Socrates: Love of the good, the (vertical) longing for the perfect eternal

October 14, 2025 & OCtober 21, 2025 6:30 PM - 8:00 pm

Socrates begins with a paradox: Love is desire, but desire is only of what we need and don’t have, yet we do love what we have. How is eros a combination of possession and need, of present and future (200d)? Do the three parts of the new definition of love — that love is “[1] of the good, [2] to be one’s own, [3] always” (206a) — harmonize? In what way might beauty allow us to hold together the promise of three parts that may be fundamentally at odds with one another? When Socrates says that “good things are beautiful” (201c), does it follow that all beautiful things are good? What does it mean that love first appears as of the beautiful (or noble) rather than of something one knows to be good (204d)? What is concealed by “beauty” that is revealed by “good”?

What is the link, and what is the difference, between eros as the natural desire to generate (and die for one’s children, 207b), which we share with the animals, and eros as the human desire for fame and glory (and to die for it, 208d)?
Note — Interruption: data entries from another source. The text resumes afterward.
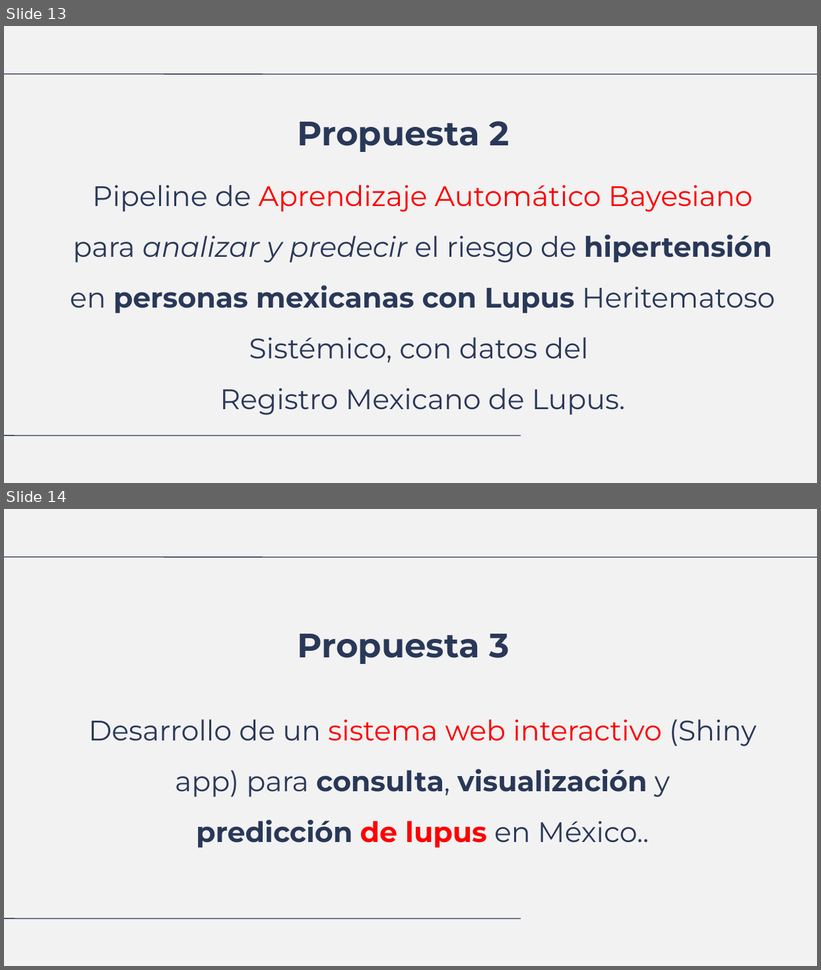
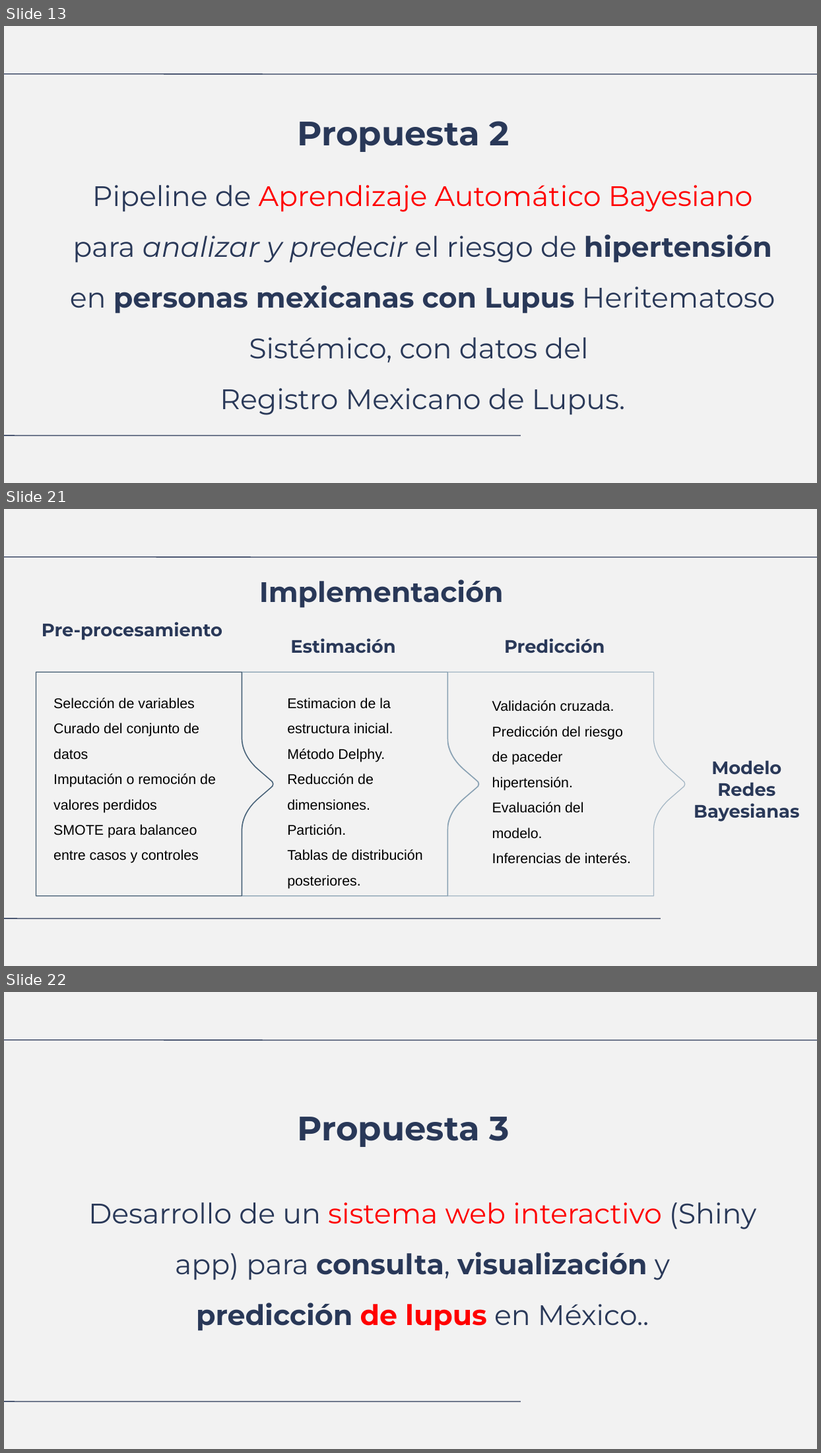
Before and after one commit to LuisDomingo/Proy_Bioinfo_Data_Analysis, a slide deck: index.odp. Shown one above the other, each under a label of ours: slides 13 and 14 before the commit, slides 13, 21 and 22 after it; the slides between them are not shown. The pictures are 821x970 and 821x1453 pixels, drawn with LibreOffice and Linux fonts; fonts in the diff are those of the drawing. Boxes give left, top, right and bottom in pixels: in the first picture for what was removed or moved away, otherwise in the second. Text is boxed around its words. In the diff, an @@ line names an element or a change of style, - is before the commit and + after.

```diff
--- a/index.odp
+++ b/index.odp
@@ slide 21 added at bbox=[4, 509, 817, 966], background #F2F2F2 @@
@@ line added from (4, 557) to (817, 557), #293858 0.74 pt @@
@@ title added at bbox=[259, 580, 504, 608], 25 pt, text #293858, bold @@
+Implementación
@@ title added at bbox=[42, 622, 222, 640], 16 pt, text #293858, bold @@
+Pre-procesamiento
@@ title added at bbox=[290, 638, 395, 654], 16 pt, text #293858, bold @@
+Estimación
@@ title added at bbox=[504, 638, 605, 653], 16 pt, text #293858, bold @@
+Predicción
@@ freeform shape added at bbox=[36, 673, 274, 897], outline #445D73 0.74 pt @@
@@ freeform shape added at bbox=[242, 673, 480, 897], outline #869FB1 0.74 pt @@
@@ freeform shape added at bbox=[448, 673, 686, 897], outline #A5B7C5 0.74 pt @@
@@ text added at bbox=[54, 698, 216, 863], 12.5 pt, text #000000 @@
+Selección de variables
+Curado del conjunto de datos
+Imputación o remoción de valores perdidos
+SMOTE para balanceo entre casos y controles
@@ text added at bbox=[287, 698, 423, 889], 12.5 pt, text #000000 @@
+Estimacion de la estructura inicial.
+Método Delphy.
+Reducción de dimensiones.
+Partición.
+Tablas de distribución posteriores.
@@ text added at bbox=[492, 700, 631, 864], 12.5 pt, text #000000 @@
+Validación cruzada.
+Predicción del riesgo de paceder hipertensión.
+Evaluación del modelo.
+Inferencias de interés.
@@ title added at bbox=[694, 760, 799, 822], 16 pt, text #293858, bold @@
+Modelo
+Redes
+Bayesianas
@@ line added from (4, 919) to (660, 919), #293858 0.74 pt @@
@@ what was slide 14 is now slide 22 @@
```
Also in this commit, not shown: 3 slides changed, 7 other slides added, 37 other files.

How does beauty tie sexual desire to immortality (209b)? The final stage in the ladder of love is the beholding of beauty itself (211c-d). Is this completely purified eros recognizable to us any more as love, or does the truly eternal leave the human soul behind? Could the highest end of eros mean seeing what is beyond eros? Are the beautiful gods or “beauty itself” more beautiful?

Reading: 198a – 212c

Readings are from Plato’s Symposium, trans. Seth Benardete (Univ. of Chicago, 2001).